**PROBLEM TO SOLVE:** Restate exactly the lines of the entries below, beginning with the first and ending with the line that holds "-16,7 +16,7 @@". Pictures are not copied.

**RECORDS SUPPLIED:**
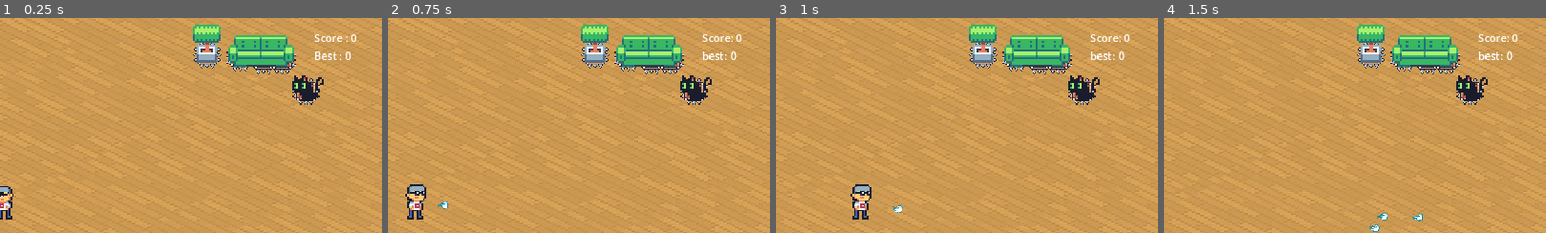
Above: before the commit, frames 1-4 (left to right).
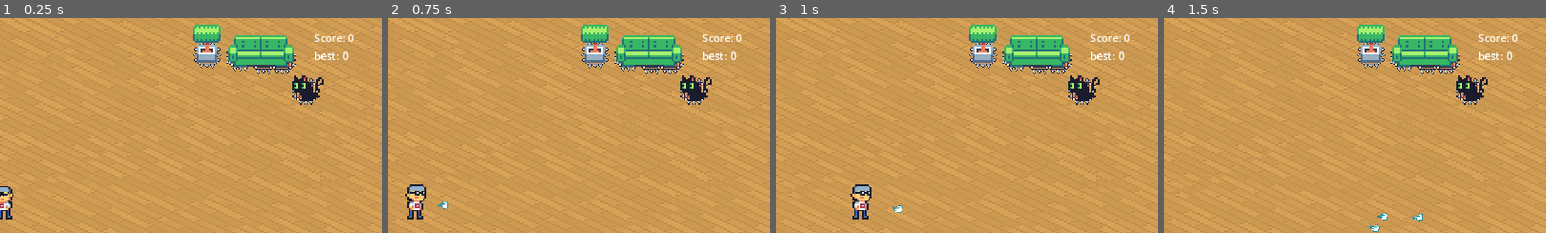
Above: after the commit, the same moments.

Repository: noahfraiture/undercoverUnicorns
Game: Godot game, scene res://level.tscn
Same seed, same stepped clock (60 frames per second), same inputs: the game is played once before the commit and once after it.
Inputs (mouse positions are % of the whole screen's width and height, from its top left):
- Up to frame 1 (0.25 s): no input
- Up to frame 2 (0.75 s): tap Enter (spawn) at 0.5 s; move the mouse to (72, 45) at 0.52 s; press the mouse at (72, 45) at 0.53 s; hold D (right) from 0.53 s (still down)
- Up to frame 3 (1 s): keep holding D (right)
- Up to frame 4 (1.5 s): move the mouse to (30, 55) at 1.27 s; release D (right) at 1.28 s; release the mouse at (30, 55) at 1.28 s; hold S (down) from 1.28 s (still down); tap Enter (spawn) at 1.35 s
The pictures show only the part of the screen within x 50-100%, y 0-50%; the shares and areas given below are measured in that part.

The runs differ from the first frame. In frame 1, 0.3% of the frame differs, in the area x 82-94%, y 7-20%; in frame 2, nothing differs; in frame 3, nothing differs; in frame 4, nothing differs.

Commit message:
Final update pyoupyou

Diff:
--- a/UnicornMiniGames/UnicornOffice_pyoupyou/HTTPRequest.gd
+++ b/UnicornMiniGames/UnicornOffice_pyoupyou/HTTPRequest.gd
@@ -16,7 +16,7 @@
 		if json_parse_result == OK:
 			var data_received = json.data
 			print(data_received)
-			ScoreLabel.best = max(data_received.result, ScoreLabel.best)
+			ScoreLabel.best = max(data_received.pyoupyou_score, ScoreLabel.best)
 		else:
 			get_parent().ready_to_close.emit()
 	else:
--- a/UnicornMiniGames/UnicornOffice_pyoupyou/ScoreLabel.gd
+++ b/UnicornMiniGames/UnicornOffice_pyoupyou/ScoreLabel.gd
@@ -7,4 +7,7 @@
 	if(asteroid.is_destroyed == 1):
 		score += 1
 	best = max(score, best)
+
+func _physics_process(delta):
+	best = max(score, best)
 	text = "Score: %d\nbest: %d" % [score, best]
--- a/UnicornMiniGames/UnicornOffice_pyoupyou/scenes/player.gd
+++ b/UnicornMiniGames/UnicornOffice_pyoupyou/scenes/player.gd
@@ -75,7 +75,7 @@
 func destroy():
 	var ScoreLabel = get_parent().get_node("ScoreLabel")
 	var headers = ["Content-Type: application/json"]
-	var json_string = "{\"score\": %s}" % ScoreLabel.score
+	var json_string = "{\"pyoupyou_score\": %s}" % ScoreLabel.score
 	$HTTPRequest.request("http://127.0.0.1:5000/receive_score", headers, HTTPClient.METHOD_POST, json_string)
 
 	# get_parent().httsend = true
Not shown, changed: website/flaskProject/static/pyoupyou/index.html
Not shown, changed: website/flaskProject/static/pyoupyou/index.js
Not shown, changed: website/flaskProject/static/pyoupyou/index.pck
Not shown, changed: website/flaskProject/static/pyoupyou/index.wasm

**WORKED SOLUTION:**
Above: before the commit, frames 1-4 (left to right).
Above: after the commit, the same moments.

Repository: noahfraiture/undercoverUnicorns
Game: Godot game, scene res://level.tscn
Same seed, same stepped clock (60 frames per second), same inputs: the game is played once before the commit and once after it.
Inputs (mouse positions are % of the whole screen's width and height, from its top left):
- Up to frame 1 (0.25 s): no input
- Up to frame 2 (0.75 s): tap Enter (spawn) at 0.5 s; move the mouse to (72, 45) at 0.52 s; press the mouse at (72, 45) at 0.53 s; hold D (right) from 0.53 s (still down)
- Up to frame 3 (1 s): keep holding D (right)
- Up to frame 4 (1.5 s): move the mouse to (30, 55) at 1.27 s; release D (right) at 1.28 s; release the mouse at (30, 55) at 1.28 s; hold S (down) from 1.28 s (still down); tap Enter (spawn) at 1.35 s
The pictures show only the part of the screen within x 50-100%, y 0-50%; the shares and areas given below are measured in that part.

The runs differ from the first frame. In frame 1, 0.3% of the frame differs, in the area x 82-94%, y 7-20%; in frame 2, nothing differs; in frame 3, nothing differs; in frame 4, nothing differs.

Commit message:
Final update pyoupyou

Diff:
--- a/UnicornMiniGames/UnicornOffice_pyoupyou/HTTPRequest.gd
+++ b/UnicornMiniGames/UnicornOffice_pyoupyou/HTTPRequest.gd
@@ -16,7 +16,7 @@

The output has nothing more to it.